15 Isu yang Menimbulkan Sengketa Kontrak di Pengadaan Barang/Jasa Pemerintah
Utama

15 Isu yang Menimbulkan Sengketa Kontrak di Pengadaan Barang/Jasa Pemerintah

Pelaku usaha diminta untuk mengedepankan komunikasi dalam sengketa kontrak, terutama yang bersifat administrasi.

Oleh:
Fitri Novia Heriani
Bacaan 4 Menit
Hukumonline menggelar webinar bertema Aspek Hukum Pengadaan Barang dan Jasa yang Harus Dipahami Pelaku Usaha, Kamis (22/10). Foto: RES
Hukumonline menggelar webinar bertema Aspek Hukum Pengadaan Barang dan Jasa yang Harus Dipahami Pelaku Usaha, Kamis (22/10). Foto: RES

Pengadaan barang dan jasa harus didasarkan pada kontrak. Namun, tak sedikit kontrak yang berkahir dengan sengketa karena adanya kesalahpahaman antar para pihak yang berkontrak. Agar tak terjebak dalam sengketa tersebut, para pihak harus memperhatikan dan menghindari hal-hal yang dapat memunculkan sengketa dalam proses penyusunannya.

Menurut Direktur Penanganan Permasalahan Hukum Lembaga Kebijakan Pengadaan Barang/Jasa Pemerintah (LKPP), Patria Susantosa, terdapat 15 isu penyusunan kontrak yang selama ini kerap menimbulkan sengketa atau menjadi permasalahan di kemudian hari. Ke-15 isu tersebut adalah rancangan kontrak tidak dianggap sebagai instrumen yang menentukan minat, strategi penawaran penyedia, dan “market sounding” sehingga sering tidak dianggap penting; pemilihan Jenis Kontrak yang Tidak Tepat; tidak cermat membuat rancangan kontrak, copy/paste kontrak sebelumnya tanpa penyesuaian; ruang lingkup pekerjaan kurang jelas; rancangan kontrak tidak “market friendly” atau sesuai dengan bisnis model; ketentuan serah terima parsial atau toal tidak jelas; dan mekanisme pembayaran: uang Muka, termin, akhir, lintas tahun, terlambat.

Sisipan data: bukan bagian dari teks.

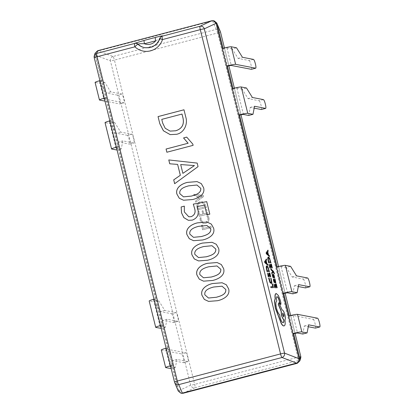 <?xml version="1.0" encoding="UTF-8"?>
<svg xmlns="http://www.w3.org/2000/svg" width="414" height="414" viewBox="0 0 414 414"><rect width="100%" height="100%" fill="white"/><g stroke="black" fill="none" stroke-linecap="round" stroke-linejoin="round"><path stroke-width="0.31" stroke-dasharray="2.07 1.55" d="M155.685 40.81L160.208 38.393A3.628 3.503 62.8 0 1 161.946 36.246C161.776 36.018 161.232 36.696 160.306 38.29L160.208 38.393A13.61 13.362 100.9 0 1 144.729 47.682M160.311 38.29C158.702 43.04 155.529 46.114 150.784 47.517L144.558 47.651A13.61 13.362 -79.1 0 0 159.794 38.559L160.208 38.393M280.625 304.575L280.78 303.115L280.05 300.119L278.161 295.482L276.024 293.573M283.14 322.703L282.907 322.749C281.815 322.428 280.842 320.721 279.988 317.631L279.579 314.945C278.291 313.771 277.194 311.488 276.298 308.104C275.434 304.114 275.548 301.759 276.656 301.045L276.557 300.642C276.04 298.23 276.154 296.921 276.894 296.714M283.725 325.947C284.413 325.942 284.848 325.244 285.034 323.862L284.842 319.82C285.36 319.013 285.344 317.419 284.801 315.023C283.947 311.933 282.974 310.226 281.877 309.905L278.726 302.763M270.891 262.807L269.4 258.062L268.215 256.965M273.328 277.732L273.592 275.263M273.24 276.764L272.127 274.529M274.503 277.763L273.763 274.896L273.256 274.311M275.077 279.874L274.855 278.979L273.757 278.953M275.408 283.067L275.662 282.638L275.01 279.869M274.456 282.545L273.845 280.868L274.006 279.859M269.338 271.656L267.848 266.916L266.663 265.814M271.139 283.595L271.765 282.7L271.486 280.257L270.865 278.275L270.575 278.27M271.087 282.581L269.99 281.862L268.976 278.229L268.66 278.224M272.759 286.705L270.684 286.705M273.266 287.683L272.076 283.911M270.104 275.869L269.323 275.9L268.427 273.338M270.611 276.847L269.4 273.002M269.038 275.843L268.298 275.874L267.351 273.111M267.817 265.446L267.568 264.432L266.756 263.728L266.026 260.753L266.492 260.044L266.243 259.024M276.505 286.793L275.724 286.824L274.829 284.263M277.013 287.771L275.802 283.926M275.439 286.767L274.699 286.798L273.752 284.035M274.327 273.69L273.224 271.279L270.715 268.919M271.915 273.814L273.193 271.941M271.656 267.02L270.875 267.051L269.98 264.489M272.164 267.998L270.953 264.148M270.59 266.994L269.85 267.025L268.903 264.261M269.369 256.597L269.121 255.578L268.308 254.874L267.579 251.903L268.044 251.189L267.796 250.17M203.569 196.603L203.279 195.429L193.788 194.275L194.104 195.558L196.748 195.806L197.649 199.434L195.429 200.909L195.75 202.192L203.569 196.603L203.279 195.429M200.335 201.675C197.576 202.637 196.484 204.583 197.064 207.517L197.654 209.903L206.296 207.631L205.686 205.153L202.311 201.571L200.304 201.665C197.54 202.632 196.453 204.578 197.033 207.507L197.064 207.517M199.9 214.897L199.025 211.368L198.078 211.616L199.243 216.325L207.89 214.054L206.777 209.556L205.825 209.81L206.648 213.127L203.802 213.872L203.036 210.767L202.084 211.021L202.855 214.126L199.9 214.897L199.025 211.368M201.069 220.072L201.064 217.671L200.117 217.919L200.159 220.481L203.233 223.596L205.442 223.477C208.232 222.592 209.391 220.703 208.93 217.805L208.076 215.829L206.917 216.134L207.978 218.043C208.294 220.248 207.378 221.661 205.225 222.282L203.403 222.385L201.033 220.062L201.064 217.671M203.238 228.388L202.42 225.071L201.468 225.319L202.581 229.817L211.228 227.545L210.933 226.365L203.207 228.383L202.42 225.071M253.482 59.404L249.161 60.542L238.112 58.415L232.197 48.914L236.518 47.781M232.197 48.914L226.96 47.91A3.359 0.274 166.1 0 0 223.136 48.629L223.042 48.267M249.161 60.542A4.538 0.781 -104.7 0 1 251.096 65.096A4.538 0.781 -104.7 0 1 251.401 69.319M263.433 99.608L259.112 100.747L248.058 98.62L242.149 89.119L246.47 87.985M242.149 89.119L236.911 88.115A3.359 0.274 166.1 0 0 233.082 88.834L232.994 88.472M259.112 100.747A4.538 0.781 -104.7 0 1 261.048 105.301A4.538 0.781 -104.7 0 1 261.348 109.524M248.664 115.454L250.232 107.397L254.186 108.157M307.576 277.985L303.255 279.119L292.201 276.992L286.291 267.496L290.612 266.362M286.291 267.496L281.054 266.487A3.359 0.274 166.1 0 0 277.225 267.206L277.137 266.849M303.255 279.119A4.538 0.781 -104.7 0 1 305.19 283.673A4.538 0.781 -104.7 0 1 305.491 287.896M292.807 293.831L294.375 285.774L298.328 286.535M317.522 318.19L313.201 319.323L293.174 315.473A3.359 0.274 166.1 0 0 289.35 316.192L289.262 315.83M313.201 319.323A4.538 0.781 -104.7 0 1 315.137 323.877A4.538 0.781 -104.7 0 1 315.442 328.1M302.758 334.036L304.326 325.978L308.28 326.739M288.501 316.027L289.35 316.192L293.692 333.746M160.72 326.398L165.403 327.298L166.966 319.241L178.02 321.367A4.538 0.781 75.3 0 0 178.087 321.367A4.538 0.781 75.3 0 0 177.782 317.145A4.538 0.781 75.3 0 0 175.846 312.591L164.798 310.464L158.883 300.962L153.646 299.959A3.359 0.274 166.1 0 1 153.589 299.922A3.359 0.274 166.1 0 1 156.218 298.996L155.369 298.83L117.742 146.794L118.59 146.954L156.218 298.996L168.338 347.977L167.489 347.817L161.884 325.166L162.733 325.332A3.359 0.274 166.1 0 0 160.616 325.973M276.376 267.046L277.225 267.206L283.745 293.542M232.233 88.668L233.082 88.834L239.602 115.17M104.457 99.039L123.926 102.786A4.538 0.781 75.3 0 0 123.993 102.786A4.538 0.781 75.3 0 0 123.688 98.563A4.538 0.781 75.3 0 0 121.752 94.009L110.704 91.882L104.789 82.386L99.557 81.377A3.359 0.274 166.1 0 1 99.495 81.346A3.359 0.274 166.1 0 1 102.123 80.414L101.275 80.254L95.06 55.145L95.908 55.31L112.075 120.619L111.221 120.458L105.617 97.807L106.47 97.973A3.359 0.274 166.1 0 0 104.349 98.62M222.282 48.464L223.136 48.629L227.477 66.183M211.745 20.757L212.594 20.917L98.501 50.891L97.647 50.725M178.046 390.48L171.836 365.371L172.685 365.536L178.895 390.64L178.046 390.48L178.232 391.044M95.908 55.31L110.409 60.874L190.663 385.155A3.628 3.447 -115.2 0 0 194.947 387.732L298.163 360.615A3.628 3.622 -163 0 0 300.678 358.182M183.19 393.253L194.947 387.732A3.628 0.626 -104.7 0 0 194.673 384.368L114.419 60.087L217.635 32.97L297.889 357.251L194.673 384.368A3.628 0.295 -13.9 0 1 190.663 385.155L178.895 390.64M170.671 366.602L175.35 367.503L176.918 359.445L187.966 361.572A4.538 0.781 75.3 0 0 188.034 361.572A4.538 0.781 75.3 0 0 187.733 357.349A4.538 0.781 75.3 0 0 185.798 352.795L165.771 348.94A3.359 0.274 166.1 0 1 165.709 348.909A3.359 0.274 166.1 0 1 168.338 347.977L172.685 365.536A3.359 0.274 166.1 0 0 170.568 366.178M116.577 148.026L121.255 148.926L122.823 140.869L133.877 142.99A4.538 0.781 75.3 0 0 133.945 142.99A4.538 0.781 75.3 0 0 133.639 138.768A4.538 0.781 75.3 0 0 131.704 134.214L120.655 132.087L114.74 122.591L109.503 121.581A3.359 0.274 166.1 0 1 109.446 121.55A3.359 0.274 166.1 0 1 112.075 120.619L118.59 146.954A3.359 0.274 166.1 0 0 116.474 147.601M220.3 31.433A3.628 3.54 -22.8 0 0 216.191 29.378L112.975 56.495L98.501 50.891M212.594 20.917L216.191 29.378A3.628 0.626 75.3 0 1 217.635 32.97A3.628 0.295 -13.9 0 0 220.481 31.976M95.101 53.163L95.06 55.145M104.245 98.185A7.892 0.642 166.1 0 1 105.617 97.807L101.275 80.254A7.892 0.642 166.1 0 0 99.898 80.626M116.365 147.167A7.892 0.642 166.1 0 1 117.742 146.794L111.221 120.458A7.892 0.642 166.1 0 0 109.85 120.831M160.508 325.539A7.892 0.642 166.1 0 1 161.884 325.166L155.369 298.83A7.892 0.642 166.1 0 0 153.992 299.208M170.459 365.743A7.892 0.642 166.1 0 1 171.836 365.371L167.489 347.817A7.892 0.642 166.1 0 0 166.112 348.19M178.905 390.676L181.684 393.3M112.975 56.495A3.628 3.369 -68.9 0 0 110.409 60.874A3.628 0.295 -13.9 0 0 114.419 60.087A3.628 0.626 -104.7 0 0 112.975 56.495M98.465 50.901C96.498 51.678 95.639 53.137 95.903 55.274M214.167 20.871L212.63 20.912M94.237 57.743A3.628 3.622 -163 0 0 94.242 57.758L95.054 55.114M161.522 36.463A3.628 3.498 62.9 0 0 159.794 38.559L159.726 38.554M121.752 94.009L117.431 95.148A4.538 0.781 -104.7 0 1 119.367 99.696A4.538 0.781 -104.7 0 1 119.672 103.924A4.538 0.781 -104.7 0 1 119.605 103.924L123.926 102.786M104.965 101.109L119.605 103.924M117.431 95.148L106.382 93.021L100.467 83.519L95.236 82.515A7.892 0.642 166.1 0 1 95.096 82.453M104.789 82.386L100.467 83.519M131.704 134.214L127.383 135.352A4.538 0.781 -104.7 0 1 129.318 139.901A4.538 0.781 -104.7 0 1 129.618 144.129A4.538 0.781 -104.7 0 1 129.556 144.129L133.877 142.99M116.934 150.059L118.502 142.002L129.556 144.129M127.383 135.352L116.329 133.225L110.419 123.724L105.182 122.72A7.892 0.642 166.1 0 1 105.047 122.658M121.255 148.926L117.074 150.023M114.74 122.591L110.419 123.724M175.846 312.591L171.525 313.724L160.477 311.597L154.562 302.101L149.325 301.092A7.892 0.642 166.1 0 1 149.19 301.03M171.525 313.724A4.538 0.781 -104.7 0 1 173.461 318.278A4.538 0.781 -104.7 0 1 173.766 322.501A4.538 0.781 -104.7 0 1 173.699 322.501L178.02 321.367M161.077 328.437L162.645 320.379L173.699 322.501M165.403 327.298L161.217 328.4M158.883 300.962L154.562 302.101M161.315 350.011A7.892 0.642 166.1 0 0 161.45 350.073L181.477 353.929A4.538 0.781 -104.7 0 1 183.412 358.483A4.538 0.781 -104.7 0 1 183.712 362.705A4.538 0.781 -104.7 0 1 183.645 362.705L187.966 361.572M171.029 368.641L172.597 360.584L183.645 362.705M175.35 367.503L171.163 368.605M176.918 359.445L172.597 360.584M166.966 319.241L162.645 320.379M164.798 310.464L160.477 311.597M120.655 132.087L116.329 133.225M122.823 140.869L118.502 142.002M110.704 91.882L106.382 93.021M304.326 325.978L308.647 324.84M294.375 285.774L298.696 284.635M292.201 276.992L296.522 275.859M248.058 98.62L252.38 97.481M250.232 107.397L254.553 106.263M238.112 58.415L242.433 57.277M203.243 195.424L193.788 194.275M193.752 194.264L194.104 195.558M194.073 195.553L196.748 195.806M196.717 195.801L197.649 199.434M197.613 199.429L195.429 200.909M195.398 200.904L195.75 202.192M195.713 202.187L203.538 196.598M198.487 198.886L197.763 195.946L202.337 196.298L198.523 198.891L197.794 195.957L202.374 196.303L198.523 198.891M197.033 207.507L197.654 209.903M197.623 209.898L206.296 207.631M206.265 207.626L205.686 205.153M205.649 205.147L202.28 201.566L200.304 201.665M200.567 202.85L202.301 202.746L204.702 205.401L205.023 206.695L198.28 208.47L197.97 207.223C197.519 204.966 198.389 203.507 200.567 202.85L202.332 202.751L204.739 205.411L205.059 206.705L198.311 208.475L198.006 207.228C197.556 204.971 198.42 203.517 200.604 202.855M198.994 211.357L198.078 211.616M198.047 211.611L199.243 216.325M199.212 216.32L207.89 214.054M207.854 214.048L206.777 209.556M206.741 209.551L205.825 209.81M205.794 209.8L206.648 213.127M206.612 213.122L203.802 213.872M203.766 213.867L203.036 210.767M203 210.762L202.084 211.021M202.053 211.011L202.855 214.126M202.819 214.116L199.869 214.892M201.033 217.666L200.117 217.919M200.081 217.914L200.159 220.481M200.128 220.476L203.202 223.591L205.442 223.477M205.411 223.472C208.195 222.587 209.355 220.698 208.894 217.8L208.93 217.805M208.894 217.8L208.076 215.829M208.04 215.823L206.917 216.134M206.881 216.129L207.978 218.043M207.942 218.038C208.263 220.243 207.342 221.656 205.189 222.271L205.225 222.282M205.189 222.271L203.367 222.375L201.033 220.062M202.384 225.061L201.468 225.319M201.437 225.309L202.581 229.817M202.549 229.806L211.228 227.545M211.192 227.54L210.933 226.365M210.902 226.36L203.207 228.383M184.013 109.782L185.819 117.209M185.85 117.214C188.054 124.21 184.054 132.884 176.618 134.302L176.587 134.291M176.618 134.302L170.206 134.628M182.041 114.062L161.802 119.382L162.728 123.118L165.248 128.288L170.138 131.103M186.709 137.122L192.841 144.098L193.152 145.35L166.868 152.238M197.204 163.095L198.047 166.619M198.078 166.63L174.656 183.707M177.663 164.41L169.73 163.799M194.451 165.574L180.727 164.549L182.905 173.357M197.085 181.601L201.333 183.619L203.61 187.733M203.641 187.739C205.551 194.596 197.954 198.409 192.536 199.553L192.5 199.543M192.536 199.553L183.557 200.236M196.96 185.032L188.665 185.86C184.975 186.874 178.957 188.696 179.857 193.69L183.474 196.862M204.594 205.189L197.08 206.565L197.752 208.972M197.783 208.977C199.206 214.478 197.38 218.199 192.303 220.134L192.272 220.129M192.303 220.134L188.37 220.32M184.37 206.141L184.333 211.927M184.37 211.932L188.789 216.781M206.746 201.654L209.81 214.152M209.841 214.157L206.964 214.902M207.083 222.064L211.347 224.088L213.624 228.202M213.655 228.207C215.565 235.064 207.968 238.878 202.549 240.016L202.513 240.011M202.549 240.016L193.571 240.7M206.974 225.495L198.679 226.329C194.989 227.338 188.97 229.159 189.871 234.153L193.488 237.326M212.123 242.304L216.351 244.322L218.628 248.431M218.664 248.441C220.569 255.293 212.977 259.112 207.559 260.251L207.523 260.246M207.559 260.251L198.565 260.929M211.978 245.73L203.683 246.558C199.998 247.572 193.98 249.394 194.875 254.387L198.492 257.56M217.096 262.528L221.361 264.551L223.638 268.665M223.669 268.67C225.578 275.527 217.981 279.341 212.563 280.485L212.532 280.475M212.563 280.485L203.584 281.168M216.988 265.964L208.692 266.792C205.008 267.806 198.984 269.628 199.884 274.622L203.502 277.794M222.137 282.767L226.37 284.785L228.642 288.9M228.678 288.905C230.582 295.762 222.991 299.576 217.573 300.714L217.536 300.709M217.573 300.714L208.578 301.397M221.992 286.198L213.696 287.026C210.012 288.035 203.993 289.857 204.889 294.856L208.506 298.028M266.952 266.787L266.476 267.553L267.025 270.689L268.831 270.678M265.866 261.177L264.976 262.197L266.414 263.428M274.41 279.848L274.891 281.913L275.331 282.11M268.505 257.932L268.029 258.698L268.577 261.834L270.383 261.829M267.418 252.328L266.528 253.342L267.967 254.579M282.695 313.056L282.498 315.018L283.776 316.964M226.96 47.91L231.307 65.464M236.911 88.115L243.427 114.45M281.054 266.487L287.57 292.822M293.174 315.473L297.521 333.027M300.73 356.257A3.628 0.295 -13.9 0 1 297.889 357.251A3.628 0.626 75.3 0 1 298.163 360.615L297.35 363.264M295.079 333.41L290.644 315.489L295.079 333.41M285.127 293.205L278.519 266.507L285.127 293.205M240.984 114.828L234.376 88.13L240.984 114.828M224.429 47.926L228.864 65.847L224.424 47.926M178.056 390.511L174.491 382.024M99.577 100.069L95.236 82.515M99.557 81.377L103.878 98.842M111.702 149.05L105.182 122.72M109.503 121.581L115.998 147.824M155.845 327.427L149.325 301.092M153.646 299.959L160.14 326.201M165.791 367.632L161.45 350.073M165.771 348.94L170.092 366.406M185.798 352.795L181.477 353.929M99.495 81.346L103.842 98.899M109.446 121.55L115.961 147.886M153.589 299.922L160.104 326.258M165.709 348.909L170.056 366.462M173.766 322.501L178.087 321.367M183.712 362.705L188.034 361.572M129.618 144.129L133.945 142.99M123.993 102.786L119.672 103.924"/><path stroke-width="0.62" d="M276.024 293.573L276.107 293.542C275.082 293.79 274.761 295.451 275.139 298.535L274.482 301.247L275.305 308.13L281.23 323.515C282.141 325.088 282.969 325.896 283.725 325.947L284.051 325.89M276.862 296.714L276.894 296.714C277.69 296.91 278.425 298.137 279.098 300.398L279.719 302.991L280.708 304.554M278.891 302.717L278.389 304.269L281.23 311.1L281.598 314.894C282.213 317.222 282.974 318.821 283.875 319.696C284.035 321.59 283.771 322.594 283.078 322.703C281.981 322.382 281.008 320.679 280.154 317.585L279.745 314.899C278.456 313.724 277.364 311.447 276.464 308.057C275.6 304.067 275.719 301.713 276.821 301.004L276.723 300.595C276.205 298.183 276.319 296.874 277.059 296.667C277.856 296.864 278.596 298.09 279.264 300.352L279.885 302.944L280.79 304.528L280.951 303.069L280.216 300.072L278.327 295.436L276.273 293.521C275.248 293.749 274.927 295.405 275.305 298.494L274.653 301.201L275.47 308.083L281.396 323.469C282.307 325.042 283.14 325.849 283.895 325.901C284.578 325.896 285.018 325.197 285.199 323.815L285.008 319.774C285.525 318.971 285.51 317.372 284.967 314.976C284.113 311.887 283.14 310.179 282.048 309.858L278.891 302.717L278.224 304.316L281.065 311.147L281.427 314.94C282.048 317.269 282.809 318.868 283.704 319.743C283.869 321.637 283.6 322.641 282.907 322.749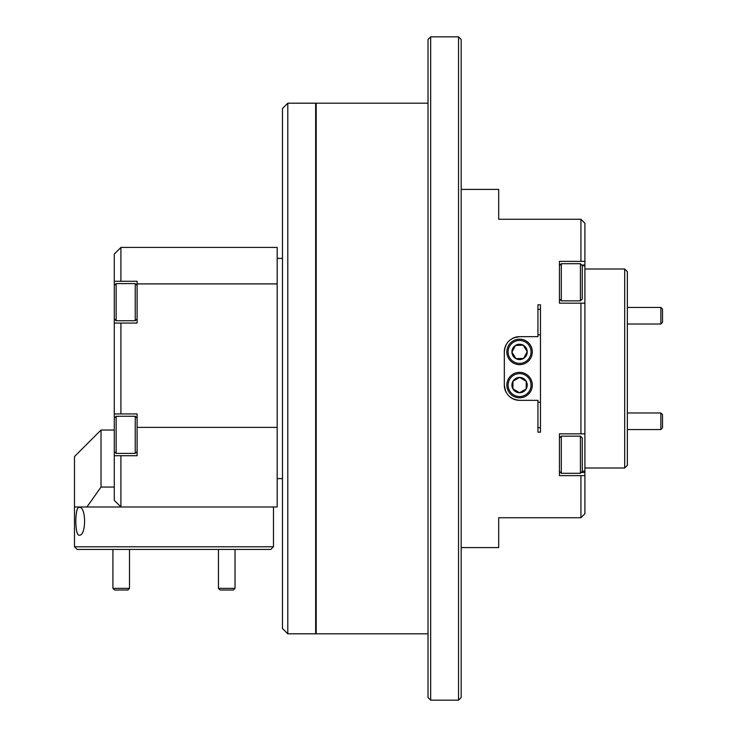 <?xml version="1.0" encoding="UTF-8"?>
<svg xmlns="http://www.w3.org/2000/svg" width="737" height="737" viewBox="0 0 737 737"><rect width="100%" height="100%" fill="white"/><g stroke="black" fill="none" stroke-linecap="round" stroke-linejoin="round"><path stroke-width="1.11" d="M235.029 588.356L233.371 590.015L220.105 590.015L218.447 588.356L235.029 588.356L235.029 549.424M129.5 588.356L127.842 590.015L114.576 590.015L112.918 588.356L129.5 588.356L129.5 549.424M316.191 478.608L315.657 478.608M282.492 478.608L277.186 478.608M316.191 258.392L315.657 258.392M282.492 258.392L277.186 258.392M277.186 283.902L137.1 283.902L137.1 281.276L120.914 281.276L120.914 247.42L277.186 247.42L277.186 506.973L74.483 506.973L74.483 456.562L101.015 430.03L101.015 487.074L86.938 506.973M277.186 427.377L137.1 427.377L137.1 455.724L120.914 455.724L120.914 506.973L114.281 500.34L120.914 506.973M120.914 323.064L120.914 413.936L114.281 413.936L114.281 323.064L137.1 323.064L137.1 283.902M120.914 413.936L137.1 413.936L137.1 427.377M114.281 500.34L114.281 455.724L120.914 455.724M114.281 487.074L101.015 487.074M79.274 535.182C86.33 536.121 86.349 506.43 79.274 507.323C74.704 505.987 74.686 536.472 79.274 535.182M74.483 546.771L273.473 546.771L270.82 549.424L77.136 549.424L74.483 546.771L74.483 506.973M273.473 546.771L273.473 506.973M120.914 247.42L114.281 254.053L114.281 285.459L116.133 283.598L116.133 320.742L135.24 320.742L135.24 283.598L116.133 283.598M120.914 281.276L114.281 281.276M114.281 413.936L114.281 418.128L116.133 416.258L116.133 453.402L135.24 453.402L135.24 416.258L116.133 416.267M114.281 418.128L114.281 455.724M114.281 285.459L114.281 323.064M114.281 430.03L101.015 430.03M77.698 534.095L77.21 533.063M76.722 511.063L77.21 509.433M282.492 628.504L287.798 633.811L282.492 628.504L282.492 108.496L287.798 103.189L287.798 633.811L315.657 633.811L315.657 103.189L287.798 103.189L282.492 108.496M316.191 129.694L315.657 129.694M316.191 163.117L315.657 163.117L316.191 163.117M506.135 392.296A15.256 15.256 0 0 1 504.32 385.082C505.204 394.341 510.29 399.426 519.576 400.338L537.936 400.338L537.936 432.177L540.47 432.177L540.47 304.823L537.936 304.823L537.936 336.662L519.576 336.662C510.28 337.583 505.195 342.668 504.32 351.918A15.256 15.256 0 0 1 505.462 346.114M505.462 390.886L504.32 385.082L504.32 351.881M461.187 189.409L498.682 189.409L498.682 219.257L580.931 219.257L580.931 261.377L559.438 261.377L559.438 303.165L584.911 303.165L584.911 433.835L580.931 433.835L580.931 303.165M461.187 547.591L498.682 547.591L498.682 517.743L580.931 517.743L580.931 475.623L559.438 475.623L559.438 433.835L580.931 433.835M580.931 517.743L584.911 513.763L584.911 472.491L581.207 472.491M580.931 475.623L584.911 475.623M583.197 433.835L584.911 433.835L584.911 472.491M580.931 219.257L584.911 223.237L584.911 261.377L580.931 261.377M519.576 400.338A15.256 15.256 0 0 1 509.009 396.091M506.135 344.704L505.481 346.077A15.256 15.256 0 0 1 508.852 341.065M512.279 338.523A15.256 15.256 0 0 1 513.68 337.85M519.502 336.662L513.707 337.832A15.256 15.256 0 0 1 519.576 336.662M512.279 398.477L513.68 399.15M581.723 265.025L584.911 265.025L584.911 261.377M584.911 265.025L584.911 265.725L582.258 265.725M584.911 303.165L584.911 265.725M560.488 472.491L559.438 472.491M580.406 436.157L582.258 438.018L582.258 471.44L580.406 473.301L580.406 436.157L561.299 436.157L561.299 473.301L559.438 471.44M582.258 471.201L584.911 471.201M580.406 263.699L582.258 265.56L582.258 298.982L580.406 300.843L580.406 263.699L561.299 263.699L561.299 300.843L559.438 298.982M559.438 265.025L559.973 265.025M540.47 309.337L537.936 309.337L540.47 309.337M537.936 334.801L540.47 334.801L537.936 334.801M540.47 402.199L537.936 402.199L540.47 402.199M537.936 427.663L540.47 427.663L537.936 427.663M584.911 269.005L624.709 269.005L624.709 467.995L584.911 467.995M530.391 345.192A12.732 12.732 0 0 1 526.301 362.733A12.732 12.732 0 0 1 508.76 358.643A12.732 12.732 0 0 1 512.851 341.102A12.732 12.732 0 0 1 530.391 345.192M526.043 374.11A12.732 12.732 0 0 1 530.548 391.55A12.732 12.732 0 0 1 513.109 396.055A12.732 12.732 0 0 1 508.604 378.615A12.732 12.732 0 0 1 526.043 374.11M624.709 269.005L627.362 271.658L627.362 465.342L624.709 467.995M509.838 357.97A11.46 11.46 0 0 0 525.628 361.655A11.46 11.46 0 0 0 529.313 345.865A11.46 11.46 0 0 0 513.523 342.18A11.46 11.46 0 0 0 509.838 357.97M513.753 394.958A11.46 11.46 0 0 0 529.452 390.905A11.46 11.46 0 0 0 525.398 375.207A11.46 11.46 0 0 0 509.7 379.26A11.46 11.46 0 0 0 513.753 394.958M523.187 345.165A7.656 7.656 0 0 0 511.92 352.166A7.656 7.656 0 0 0 523.62 358.422A7.656 7.656 0 0 0 523.187 345.165L515.532 345.413L511.92 352.166L515.964 358.67L523.62 358.422L527.231 351.669L523.187 345.165L515.532 345.413L511.92 352.166L515.964 358.67L523.62 358.422L527.231 351.669L523.187 345.165M519.64 377.427A7.656 7.656 0 0 0 512.906 388.85A7.656 7.656 0 0 0 526.172 388.97A7.656 7.656 0 0 0 519.64 377.427L512.98 381.195L512.906 388.85L519.511 392.738L526.172 388.97L526.246 381.315L519.64 377.427L512.98 381.195L512.906 388.85L519.511 392.738L526.172 388.97L526.246 381.315L519.64 377.427M660.859 307.44L662.517 309.098L662.517 322.364L660.859 324.022L660.859 307.44L627.362 307.44M660.859 412.978L662.517 414.636L662.517 427.902L660.859 429.56L660.859 412.978L627.362 412.978M458.534 36.85L461.187 39.503L461.187 697.497L458.534 700.15L458.534 36.85L430.675 36.85L430.675 700.15L458.534 700.15M430.675 700.15L428.022 697.497L428.022 39.503L430.675 36.85M428.022 103.18L316.191 103.18L316.191 633.82L428.022 633.82M316.191 192.32L315.657 192.32M316.191 225.743L315.657 225.743M316.191 573.883L315.657 573.883L316.191 573.883M316.191 607.306L315.657 607.306M316.191 511.257L315.657 511.257M316.191 544.68L315.657 544.68M316.191 351.789L315.657 351.789M316.191 385.211L315.657 385.211M137.1 451.541L135.24 453.402M137.1 318.881L135.24 320.742M114.281 451.541L116.133 453.402M114.281 318.881L116.133 320.742M580.406 473.301L561.299 473.301M580.406 300.843L561.299 300.843M660.859 429.56L627.362 429.56M660.859 324.022L627.362 324.022M559.438 265.56L561.299 263.699M559.438 438.018L561.299 436.157M137.1 285.459L135.24 283.598M137.1 418.119L135.24 416.258M112.918 588.356L112.918 549.424M218.447 588.356L218.447 549.424"/></g></svg>

Kemudian terkait milestone dan perhitungan prestasi; kriteria dan mekanisme kahar; ketentuan subkontrak; ketentuan adendum kontrak; pemutusan kontrak; sanksi/denda keterlambatan (sebagian/seluruhnya); penyesuaian harga, dan material on Site. Pada kebanyakan kasus, lanjut Patria, 15 isu tersebut berpotensi memunculkan kesalahan persepsi antar dua pihak yang berkontrak. Dua pihak memandang kontrak dengan perspektif berbeda. (Baca Juga: Perlunya Keberpihakan Pada Konsumen Produk Halal di Aturan Turunan UU Cipta Kerja)

“Misalnya rumusan kontrak tidak didefenisikan dengan jelas dan multi tafsir. Memang sering terjadi. Kontrak tidak detail, tidak lengkap, atau berpotensi multi tafsir,” katanya dalam Webinar Hukumonline dengan tajuk “Aspek Hukum Dalam Pengadaan Barang dan Jasa yang harus Dipahami Pelaku Usaha,” Kamis (22/10).

Atas dasar itu pula Patria mengingatkan kepada pelaku usaha untuk terlebih dahulu memahami produk hukum PBJ, sebelum menyusun kontrak. Pelaku usaha juga harus memahami dokumen pemilihan dan kontrak, serta mengkritisi spek, HPS dan rancangan kontrak pada saat pemberian penjelasan.

Dalam konteks pemberian penjelasan, pelaku usaha harus memastikan sudah memahami dan melemparkan pertanyaan terkait pengadaan yang dimaksud. Hal ini penting mengingat proses pemberian penjelasan memiliki batas waktu hingga pengadaan barang dan jasa dilaksanakan. Jika pengadaan sudah dilaksanakan, pelaku usaha tidak memiliki ruang untuk kembali bertanya soal pengadaan.

“Jika ada pertanyan, kalau misal waktu sudah terlewat untuk QnA, apakah masih boleh nanya. Sebagai dari pihak pengadaan sesi QnA akan distop, waktu selesai. Kecuali kalau pertanyaan itu memang belum dijawab, atau ada kesalahan dokumen dari panitia, itu biasanya bisa diamandemen. Tapi kalau untuk nego ulang harga itu tidak bisa,” jelasnya.